What’s math got to do with data analysis? Unfortunately, for those of us who are chronic humanities people, math has a lot to do with it. This might seem like a daunting barrier, especially if the last time you looked at a math problem was in a high school algebra class. This is also true for learners who are already skilled with the technological aspect of data analysis but are not familiar with the mathematics side of thing. However, there are so many resources available to help self-directed students learn the basics and get up to speed for the purposes of data analytics! Using the resource platforms described in last week’s blog post, these resources will have even chronic humanities people playing with numbers in no time!

### LinkedIn Learning

- Learning Everyday Math
- Look, some of us did not absorb or retain the basic math lessons of our early education. That’s okay! This is a no-judgment zone, and this 2 hour course will help users learn how to calculate percentages for tips and taxes, compare prices while shopping, find the area and volume for home-improvement projects, and learn the basics of probability.

- Become a Data Scientist
- This 21 hour Learning Path is made up of 12 courses that focus more on the statistical side of data analysis than the technical steps of the process. This course is more geared toward users with experience in IT and computers, so it is not the best for people who do not have a strong technical background. However, for those who are familiar with computer science and want to pivot into data analytics, this is an ideal curriculum.

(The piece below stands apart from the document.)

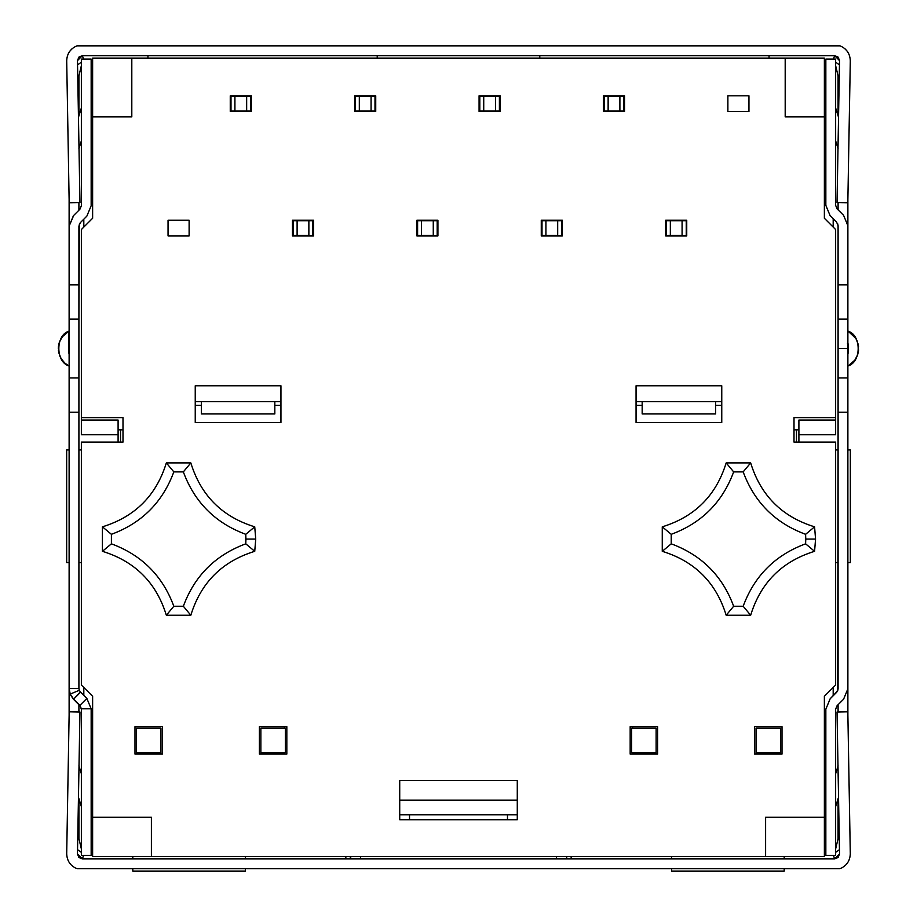 <?xml version="1.0" encoding="UTF-8"?>
<svg xmlns="http://www.w3.org/2000/svg" width="917" height="917" viewBox="0 0 917 917"><rect width="100%" height="100%" fill="white"/><g stroke="black" fill="none" stroke-linecap="round" stroke-linejoin="round"><path stroke-width="1.38" d="M836.659 222.258L838.092 225.72L838.092 284.866L847.881 284.866L847.881 198.989L847.881 225.72L843.583 215.335L837.072 208.824L835.639 205.362L837.072 208.824L843.583 215.335L847.881 225.72L847.881 688.827L843.583 699.212L847.881 688.827L847.881 715.569L847.881 412.214L838.092 412.214L838.092 377.93L838.092 412.214L847.881 412.214L847.881 377.93L838.092 377.93L838.092 319.15L838.092 348.54L847.881 348.54L847.881 319.15L838.092 319.15L847.881 319.15L847.881 284.866L838.092 284.866L838.092 319.15L838.092 225.72L836.659 222.258L830.149 215.759L825.839 205.362L825.839 59.112L835.639 59.112L825.839 59.112L825.839 205.362L830.149 215.759L836.659 222.258L838.092 225.72L837.714 223.851M824.372 854.002L825.839 854.002L824.372 854.002M833.186 695.751L833.186 687.475L833.186 695.751M833.186 227.072L833.186 218.796L833.186 227.072M825.839 60.545L824.372 60.545L825.839 60.545M92.628 60.545L91.161 60.545L92.628 60.545M83.814 219.186L83.814 227.072L83.814 219.186M83.814 687.475L83.814 695.373L83.814 687.475M91.161 854.002L92.628 854.002L91.161 854.002M76.925 45.85L840.075 45.85C846.62 48.704 850.025 53.69 850.3 60.82L847.824 202.749L837.049 202.565L839.525 60.625L834.63 55.65L82.37 55.65L77.475 60.625L78.851 57.141L77.475 60.625L79.951 202.565L69.176 202.749L66.7 60.82C66.975 53.69 70.38 48.704 76.925 45.85C70.38 48.704 66.975 53.69 66.7 60.82L69.176 202.749L79.951 202.565L77.475 60.625L82.37 55.65L78.908 57.083L82.37 55.65L834.63 55.65L838.092 57.083L834.63 55.65L839.525 60.625L838.149 57.141L839.525 60.625L837.049 202.565L847.824 202.749L850.3 60.82C850.025 53.69 846.62 48.704 840.075 45.85L76.925 45.85M845.314 49.082L847.595 51.742L845.314 49.082M69.405 51.742L71.686 49.082L69.405 51.742M377.219 55.65L377.219 58.092L377.219 55.65M539.781 58.092L539.781 55.65L539.781 58.092M833.461 59.112L834.63 55.65L833.461 59.112M769.054 55.65L769.054 58.092L769.054 55.65M82.37 55.65L83.539 59.112L82.37 55.65M147.946 58.092L147.946 55.65L147.946 58.092M838.092 765.844L835.639 773.684L838.092 765.844M835.639 806.524L838.539 797.263L835.639 806.524M78.461 797.263L81.361 806.524L78.461 797.263M81.361 773.684L78.908 765.844L81.361 773.684M566.259 856.455L567.233 858.908L566.259 856.455M350.741 857.922L350.741 856.455L349.767 858.908L350.741 857.922M556.459 857.922L556.459 856.455L556.459 857.922M360.541 856.455L360.541 857.922L360.541 856.455M360.496 858.908L360.541 857.922L360.496 858.908M78.908 148.703L81.361 140.874L78.908 148.703M81.361 108.023L78.461 117.284L81.361 108.023M838.539 117.284L835.639 108.023L838.539 117.284M835.639 140.874L838.092 148.703L835.639 140.874M69.176 711.798L79.951 711.993L77.475 853.922L82.37 858.908L78.908 857.475L82.37 858.908L77.475 853.922L79.951 711.993L69.176 711.798L66.7 853.738L69.176 711.798M77.475 853.933L78.851 857.406L77.475 853.922M76.925 868.697C70.38 865.854 66.975 860.857 66.7 853.738L66.7 853.738C66.975 860.857 70.38 865.854 76.925 868.697L840.075 868.697C846.62 865.854 850.025 860.857 850.3 853.738C850.025 860.857 846.62 865.854 840.075 868.697L76.925 868.697M69.405 862.817L71.686 865.476L69.405 862.817M837.049 711.993L847.824 711.798L850.3 854.3L847.824 711.798L837.049 711.993L839.525 853.922L837.049 711.993M834.63 858.908L839.525 853.922L834.63 858.908L838.092 857.475L834.63 858.908L82.37 858.908L83.539 855.446L82.37 858.908L834.63 858.908L833.461 855.446L834.63 858.908M839.525 853.933L838.149 857.406L839.525 853.933M845.314 865.476L847.595 862.817L845.314 865.476M91.161 59.112L91.161 205.752L86.851 216.137L80.341 222.648L78.908 226.109L80.341 222.648L86.851 216.137L91.161 205.752L91.161 59.112L81.361 59.112L91.161 59.112M79.928 209.214L81.361 205.752L79.928 209.214L73.417 215.713L79.928 209.214M73.417 215.713L69.119 226.109L69.119 198.989L69.119 226.109L73.692 215.449M79.286 224.229L80.341 222.648L78.908 226.109L78.908 284.866L69.119 284.866L69.119 319.15L78.908 319.15L79.343 224.103M91.161 708.807L81.361 708.807L81.361 855.446L91.161 855.446L91.161 708.807L91.161 855.446L81.361 855.446L81.361 708.807L79.928 705.333L81.361 709.185L79.928 705.333L81.361 708.807L91.161 708.807L86.851 698.41L91.161 708.807M86.851 698.41L79.928 705.333L73.417 698.834L79.928 705.723L73.417 699.212L70.231 694.066L69.119 688.438L69.119 715.569L69.119 688.438L70.231 694.066L73.417 698.834L79.928 705.333L86.851 698.41L80.616 692.175L86.851 698.41M80.341 691.899L73.692 699.098L80.616 692.175L79.286 690.318L80.341 691.899M70.231 694.444L73.417 699.212L70.231 694.444L69.119 688.827M78.908 688.438L79.286 690.318L70.231 694.066L79.286 690.318L78.908 688.438L69.119 688.438L78.908 688.438L78.908 319.15L69.119 319.15L69.119 377.93L78.908 377.93L69.119 377.93L69.119 412.214L78.908 412.214L69.119 412.214L69.119 688.438L69.119 284.866L78.908 284.866L78.908 688.438M837.657 690.833L830.149 698.8L825.839 709.185L825.839 855.446L835.639 855.446L825.839 855.446L825.839 709.185L830.149 698.8L836.659 692.289L838.092 688.827L837.714 690.707M837.072 705.723L835.639 709.185L837.072 705.723L843.583 699.212L837.072 705.723M837.714 690.696L836.659 692.289L838.092 688.827L838.092 412.214L837.714 690.696M77.739 838.619L78.908 838.619L78.908 798.684L78.908 838.619L81.361 848.878L78.908 838.619L77.739 838.619M78.908 711.97L78.908 704.703L78.908 711.97M78.908 75.928L77.739 75.928L78.908 75.928L81.361 65.68L78.908 75.928L78.908 115.863L78.908 75.928M78.908 210.222L78.908 202.577L78.908 210.222M69.119 343.772L69.119 353.32L69.119 343.772M68.855 331.186L68.855 343.886L68.855 331.186L62.196 336.871L59.376 342.247L58.459 346.397L58.814 352.804L61.095 358.57L64.706 362.994L68.855 365.906C55.49 361.928 55.49 335.163 68.855 331.186M68.855 353.194L68.855 343.886M81.361 852.363L77.555 849.692L81.361 852.363M77.555 64.855L81.361 62.184L77.555 64.855M839.261 75.928L838.092 75.928L838.092 115.863L838.092 75.928L835.639 65.68L838.092 75.928L839.261 75.928M838.092 202.577L838.092 209.844L838.092 202.577M838.092 704.703L838.092 711.97L838.092 704.703M838.092 798.684L838.092 838.619L839.261 838.619L838.092 838.619L835.639 848.878L838.092 838.619L838.092 798.684M848.145 343.886L848.145 353.194M848.145 365.906L854.804 360.209L857.624 354.845L858.541 350.695L858.186 344.276L855.905 338.511L848.145 331.186C861.51 335.163 861.51 361.928 848.145 365.906M835.639 62.184L839.445 64.855L835.639 62.184M839.445 849.692L835.639 852.363L839.445 849.692M345.847 858.908L345.847 856.455L345.847 858.908M571.153 856.455L571.153 858.908L571.153 856.455M835.639 855.446L835.639 709.185L835.639 855.446M835.639 205.362L835.639 59.112L835.639 205.362M81.361 59.112L81.361 205.752L81.361 59.112M69.119 226.109L69.119 284.866L69.119 226.109M847.881 348.54L838.092 348.54L838.092 377.93L847.881 377.93L847.881 348.54M805.596 534.313L805.768 539.07L815.557 539.07L814.583 526.828L805.596 534.313L814.583 526.828L815.557 539.07L814.583 551.312L805.596 543.827C775.22 555.072 754.416 575.876 743.171 606.252L750.656 615.238C760.697 582.65 782.006 561.353 814.583 551.312C782.006 561.353 760.697 582.65 750.656 615.238L743.171 606.252L733.657 606.252L726.172 615.238L750.656 615.238L726.172 615.238L733.657 606.252C722.424 575.876 701.608 555.072 671.233 543.827L662.257 551.312C694.834 561.353 716.143 582.65 726.172 615.238C716.143 582.65 694.834 561.353 662.257 551.312L671.233 543.827L671.233 534.313L662.257 526.828L662.257 551.312L662.257 526.828L671.233 534.313C701.608 523.08 722.424 502.264 733.657 471.888L743.171 471.888C754.416 502.264 775.22 523.08 805.596 534.313C775.22 523.08 754.416 502.264 743.171 471.888L750.656 462.902L743.171 471.888L733.657 471.888L726.172 462.902L733.657 471.888C722.424 502.264 701.608 523.08 671.233 534.313L671.233 543.827C701.608 555.072 722.424 575.876 733.657 606.252L743.171 606.252C754.416 575.876 775.22 555.072 805.596 543.827L805.596 534.313M245.767 534.313L245.928 539.07L255.728 539.07L254.743 526.828L245.767 534.313L254.743 526.828L255.728 539.07L254.743 551.312L245.767 543.827C215.392 555.072 194.576 575.876 183.343 606.252L190.828 615.238C200.857 582.65 222.166 561.353 254.743 551.312C222.166 561.353 200.857 582.65 190.828 615.238L183.343 606.252L173.829 606.252L166.344 615.238L190.828 615.238L166.344 615.238L173.829 606.252C162.584 575.876 141.78 555.072 111.404 543.827L102.417 551.312C134.994 561.353 156.303 582.65 166.344 615.238C156.303 582.65 134.994 561.353 102.417 551.312L111.404 543.827L111.404 534.313L102.417 526.828L102.417 551.312L102.417 526.828L111.404 534.313C141.78 523.08 162.584 502.264 173.829 471.888L183.343 471.888C194.576 502.264 215.392 523.08 245.767 534.313C215.392 523.08 194.576 502.264 183.343 471.888L190.828 462.902L183.343 471.888L173.829 471.888L166.344 462.902L173.829 471.888C162.584 502.264 141.78 523.08 111.404 534.313L111.404 543.827C141.78 555.072 162.584 575.876 173.829 606.252L183.343 606.252C194.576 575.876 215.392 555.072 245.767 543.827L245.767 534.313M354.661 96.296L375.729 96.296L375.225 110.991L354.661 110.991L354.661 96.296M355.395 110.991L371.076 110.991L371.076 96.296L359.315 96.296L359.315 110.991L359.315 96.296L355.395 96.296L355.395 110.991L355.166 96.296L355.395 110.991M374.996 111.484L375.225 96.296L374.996 110.991L374.996 96.296L371.076 96.296L371.076 110.991L374.996 111.484M230.259 96.296L251.315 96.296L250.811 110.991L230.259 110.991L230.259 96.296M230.992 110.991L246.662 110.991L246.662 96.296L234.912 96.296L234.912 110.991L234.912 96.296L230.992 96.296L230.992 110.991L230.763 96.296L230.992 110.991M250.582 111.484L250.811 96.296L250.582 110.991L250.582 96.296L246.662 96.296L246.662 110.991L250.582 111.484M656.136 752.846L632.627 752.846L656.136 752.616L656.136 754.095L656.136 752.846M631.641 752.616L631.641 728.132L631.641 752.616L656.136 752.616L631.641 752.616M656.136 728.132L656.136 752.616L656.136 728.132L631.641 728.132L656.136 728.132M780.539 728.132L780.539 754.095L780.539 728.132L756.044 728.132L780.539 728.132M756.044 754.095L756.044 728.132L756.044 752.616L780.539 752.616L756.044 752.616L780.539 752.846L756.044 752.846L756.044 754.095M632.627 752.616L632.627 754.095L632.627 752.616M686.008 235.887L665.685 235.394L666.189 220.71L686.741 220.71L686.237 235.394L686.237 220.71L682.088 220.71L682.088 235.394L686.741 235.887L686.741 220.218L665.685 220.218L665.685 235.887L686.741 235.887L665.685 235.887L665.685 220.218L686.741 220.218L686.741 235.887M670.338 235.394L682.088 235.394L682.088 220.71L670.338 220.71L670.338 235.394L670.338 220.71L666.418 220.71L666.418 235.394L670.338 235.394M666.418 235.394L666.189 220.71L666.418 235.394M260.864 752.616L284.373 752.846L260.864 752.846L260.864 754.095L260.864 728.132L285.359 728.132L285.359 752.616L285.359 728.132L260.864 728.132L260.864 752.616L285.359 752.616L260.864 752.616M136.461 754.095L136.461 728.132L136.461 754.095M160.956 728.132L160.956 754.095L160.956 752.846L136.461 752.846L160.956 752.846L136.461 752.616L160.956 752.616L160.956 728.132L136.461 728.132L160.956 728.132M284.373 752.616L284.373 754.095L284.373 752.616M118.098 442.097L118.098 434.75L81.361 434.75L118.098 434.75L118.098 420.055L81.361 420.055L81.361 434.75L81.361 420.055L118.098 420.055L118.098 442.097M284.373 726.665L284.373 728.132L284.373 726.665M120.54 429.844L120.54 442.097L120.54 429.844M796.46 442.097L796.46 429.844L796.46 442.097M66.666 562.58L66.666 449.926L69.119 449.926L66.666 449.926L66.666 562.58L69.119 562.58L66.666 562.58M78.908 449.926L81.361 449.926L78.908 449.926M78.908 562.58L81.361 562.58L78.908 562.58M850.334 449.926L850.334 562.58L850.334 449.926L847.881 449.926L850.334 449.926M835.639 562.58L838.092 562.58L835.639 562.58M847.881 562.58L850.334 562.58L847.881 562.58M838.092 449.926L835.639 449.926L838.092 449.926M517.28 800.128L399.72 800.128L517.28 800.128M399.72 814.823L517.28 814.823L399.72 814.823M798.902 434.75L835.639 434.75L835.639 420.055L798.902 420.055L798.902 434.75L798.902 420.055L835.639 420.055L835.639 434.75L798.902 434.75L798.902 442.097L798.902 434.75M632.627 728.132L632.627 726.665L632.627 728.132M794.007 442.097L835.639 442.097L794.007 442.097L794.007 417.602L794.007 442.097M81.361 442.097L122.993 442.097L122.993 417.602L81.361 417.602L81.361 420.055L81.361 417.602L122.993 417.602L122.993 442.097L81.361 442.097L81.361 685.033L81.361 442.097M636.054 422.496L721.759 422.496L721.759 385.77L636.054 385.77L636.054 422.496L636.054 385.77L721.759 385.77L721.759 422.496L636.054 422.496M721.759 405.36L715.638 405.36L721.759 405.36M642.175 405.36L636.054 405.36L642.175 405.36M195.241 422.496L280.946 422.496L280.946 385.77L195.241 385.77L195.241 422.496L195.241 385.77L280.946 385.77L280.946 422.496L195.241 422.496M280.946 405.36L274.825 405.36L280.946 405.36M201.362 405.36L195.241 405.36L201.362 405.36M92.628 856.455L151.397 856.455L151.397 817.276L92.628 817.276L92.628 856.455L92.628 817.276L151.397 817.276L151.397 856.455L824.372 856.455L824.372 817.276L765.603 817.276L765.603 856.455L765.603 817.276L824.372 817.276L824.372 696.29L835.639 685.033L824.372 696.29L824.372 856.455L92.628 856.455M131.807 58.092L92.628 58.092L92.628 116.872L131.807 116.872L131.807 58.092L131.807 116.872L92.628 116.872L92.628 58.092L785.193 58.092L785.193 116.872L824.372 116.872L824.372 58.092L785.193 58.092L824.372 58.092L824.372 116.872L785.193 116.872L785.193 58.092L131.807 58.092M92.628 696.29L81.361 685.033L92.628 696.29L92.628 817.276L92.628 696.29M81.361 229.525L92.628 218.257L92.628 116.872L92.628 218.257L81.361 229.525L81.361 417.602L81.361 229.525M824.372 218.257L835.639 229.525L835.639 420.055L835.639 229.525L824.372 218.257L824.372 116.872L824.372 218.257M245.435 871.15L132.793 871.15L132.793 868.697L132.793 871.15L245.435 871.15L245.435 868.697L245.435 871.15M245.435 856.455L245.435 858.908L245.435 856.455M132.793 858.908L132.793 856.455L132.793 858.908M784.207 871.15L671.565 871.15L784.207 871.15L784.207 868.697L784.207 871.15M671.565 856.455L671.565 858.908L671.565 856.455M671.565 868.697L671.565 871.15L671.565 868.697M784.207 858.908L784.207 856.455L784.207 858.908M399.72 780.539L399.72 819.718L399.72 780.539L517.28 780.539L399.72 780.539M517.28 819.718L517.28 780.539L517.28 819.718L399.72 819.718L517.28 819.718M507.479 814.823L507.479 819.718L507.479 814.823M409.521 819.718L409.521 814.823L409.521 819.718M754.576 726.665L754.576 754.095L782.006 754.095L782.006 726.665L754.576 726.665L782.006 726.665L782.006 754.095L754.576 754.095L754.576 726.665M630.174 726.665L630.174 754.095L657.604 754.095L657.604 726.665L630.174 726.665L657.604 726.665L657.604 754.095L630.174 754.095L630.174 726.665M259.396 754.095L286.826 754.095L286.826 726.665L259.396 726.665L259.396 754.095L259.396 726.665L286.826 726.665L286.826 754.095L259.396 754.095M134.994 754.095L162.424 754.095L162.424 726.665L134.994 726.665L134.994 754.095L134.994 726.665L162.424 726.665L162.424 754.095L134.994 754.095M814.583 526.828C782.006 516.798 760.697 495.489 750.656 462.902L726.172 462.902C716.143 495.489 694.834 516.798 662.257 526.828C694.834 516.798 716.143 495.489 726.172 462.902L750.656 462.902C760.697 495.489 782.006 516.798 814.583 526.828M254.743 526.828C222.166 516.798 200.857 495.489 190.828 462.902L166.344 462.902C156.303 495.489 134.994 516.798 102.417 526.828C134.994 516.798 156.303 495.489 166.344 462.902L190.828 462.902C200.857 495.489 222.166 516.798 254.743 526.828M794.007 429.844L798.902 429.844L794.007 429.844M122.993 429.844L118.098 429.844L122.993 429.844M748.948 95.804L727.88 95.804L727.88 111.484L748.948 111.484L748.948 95.804L748.948 111.484L727.88 111.484L727.88 95.804L748.948 95.804M624.534 95.804L603.478 95.804L603.478 111.484L624.534 111.484L624.534 95.804L624.534 111.484L603.478 111.484L603.478 95.804L624.534 95.804M500.132 95.804L479.075 95.804L479.075 111.484L500.132 111.484L500.132 95.804L500.132 111.484L479.075 111.484L479.075 95.804L500.132 95.804M375.729 95.804L354.661 95.804L354.661 111.484L375.729 111.484L375.729 95.804L375.729 111.484L354.661 111.484L354.661 95.804L375.729 95.804M251.315 95.804L230.259 95.804L230.259 111.484L251.315 111.484L251.315 95.804L251.315 111.484L230.259 111.484L230.259 95.804L251.315 95.804M542.004 235.887L541.775 220.71L541.775 235.394L545.924 235.394L545.924 220.71L545.924 235.394L557.685 235.394L557.685 220.71L542.004 220.71L542.004 235.887L541.271 235.887L541.271 220.218L562.339 220.218L562.339 235.887L562.339 220.218L541.271 220.218L541.271 235.887L562.339 235.887L541.775 235.394L541.271 220.71L561.834 220.71L561.834 235.394L561.605 220.71L561.605 235.394L562.339 220.71L557.685 220.71L557.685 235.394L561.605 235.887M417.602 235.887L417.373 220.71L417.373 235.394L421.522 235.394L421.522 220.71L421.522 235.394L433.271 235.394L433.271 220.71L417.602 220.71L417.602 235.887L416.868 235.887L416.868 220.218L437.925 220.218L437.925 235.887L437.925 220.218L416.868 220.218L416.868 235.887L437.925 235.887L417.373 235.394L416.868 220.71L437.42 220.71L437.42 235.394L437.191 220.71L437.191 235.394L437.925 220.71L433.271 220.71L433.271 235.394L437.191 235.887M293.199 235.887L292.97 220.71L292.97 235.394L297.108 235.394L297.108 220.71L297.108 235.394L308.869 235.394L308.869 220.71L293.199 220.71L293.199 235.887L292.466 235.887L292.466 220.218L313.522 220.218L313.522 235.887L313.522 220.218L292.466 220.218L292.466 235.887L313.522 235.887L292.97 235.394L292.466 220.71L313.018 220.71L313.018 235.394L312.789 220.71L312.789 235.394L313.522 220.71L308.869 220.71L308.869 235.394L312.789 235.887M189.12 220.218L168.052 220.218L168.052 235.887L189.12 235.887L189.12 220.218L189.12 235.887L168.052 235.887L168.052 220.218L189.12 220.218M666.418 235.887L665.685 235.887M794.007 417.602L835.639 417.602L794.007 417.602M835.639 685.033L835.639 442.097L835.639 685.033M313.522 235.887L292.466 235.887M437.925 235.887L416.868 235.887M562.339 235.887L541.271 235.887M255.728 539.07L245.928 539.07L245.767 543.827L254.743 551.312L255.728 539.07M815.557 539.07L805.768 539.07L805.596 543.827L814.583 551.312L815.557 539.07M636.054 401.68L721.759 401.68L636.054 401.68M195.241 401.68L280.946 401.68L195.241 401.68M274.825 413.934L201.362 413.934L274.825 413.934L274.825 401.68L274.825 413.934M715.638 413.934L642.175 413.934L642.175 401.68L642.175 413.934L715.638 413.934L715.638 401.68L715.638 413.934M201.362 401.68L201.362 413.934L201.362 401.68M479.075 110.991L479.075 96.296L499.627 96.296L500.132 110.991L479.075 110.991M479.809 110.991L495.478 110.991L495.478 96.296L483.729 96.296L483.729 110.991L483.729 96.296L479.809 96.296L479.809 110.991L479.58 96.296L479.809 110.991M499.398 111.484L499.627 96.296L499.398 110.991L499.398 96.296L495.478 96.296L495.478 110.991L499.398 111.484M603.478 110.991L603.478 96.296L624.03 96.296L624.534 110.991L603.478 110.991M604.211 110.991L619.892 110.991L619.892 96.296L608.131 96.296L608.131 110.991L608.131 96.296L604.211 96.296L604.211 110.991L603.982 96.296L604.211 110.991M623.801 111.484L624.03 96.296L623.801 110.991L623.801 96.296L619.892 96.296L619.892 110.991L623.801 111.484M61.072 358.513L64.706 362.994M58.814 352.804L58.424 350.386M60.155 340.31L63.411 335.393M59.376 342.247L58.814 344.276M58.459 346.397L58.344 348.54M59.376 354.845L60.155 356.77M847.48 343.531L847.961 344.425M854.804 360.209L855.905 358.57M856.845 356.77L857.624 354.845M858.186 352.804L858.541 350.695M858.541 346.397L858.186 344.276M857.624 342.247L856.845 340.31M855.905 338.511L854.804 336.871"/></g></svg>

### O’Reilly Books and Videos (Make sure to follow these instructions for logging in!)

- Essential Math for Data Science
- This eBook mixes basic coding skills with math lessons to cover the essential analytical skills needed for data science work. Relevant aspects of calculus, probability, linear algebra, and statistics and how they apply to techniques like linear regression, logistic regression, and neural networks are covered in plain English. The chapters include exercises with answers for self-assessment as well as career advice for budding data analysts.

- Statistics for Data Science using Python
- Besides books, O’Reilly also has expert curated playlists that consist of chapters of several different books, videos and more. This is a great way of getting the most out of several resources to focus on a single skill. This playlist covers the essential statistic concepts found in 11 different resources. Learn about Normal distribution, hypothesis tests, p-values, central limit theorem and more without having to dig for the resources yourself!

- Data Science 101: Methodology, Python, and Essential Math
- On top of books and playlists, O’Reilly also has video-based courses. This course covers a lot of data analytics basics, but those who want to focus on the math aspect will benefit from Chapters 15-19. These chapters cover linear algebra, mathematical structures, probability, random variables and multiple variables, and statistical inference.

### In the Catalog

- Statistics for people who (think they) hate statistics by Neil J Salkind
- At some point, people interested in data analysis have to, unfortunately, learn the math aspect of data handling. Statistics can be complex, but this volume makes it approachable to those of us who cried during high school Stats class.

- Practical statistics for data scientists : 50 essential concepts by Peter Bruce and Andrew Bruce
- This practical guide explains how to apply various statistical methods to data science, tells you how to avoid their misuse, and gives you advice on what’s important and what’s not.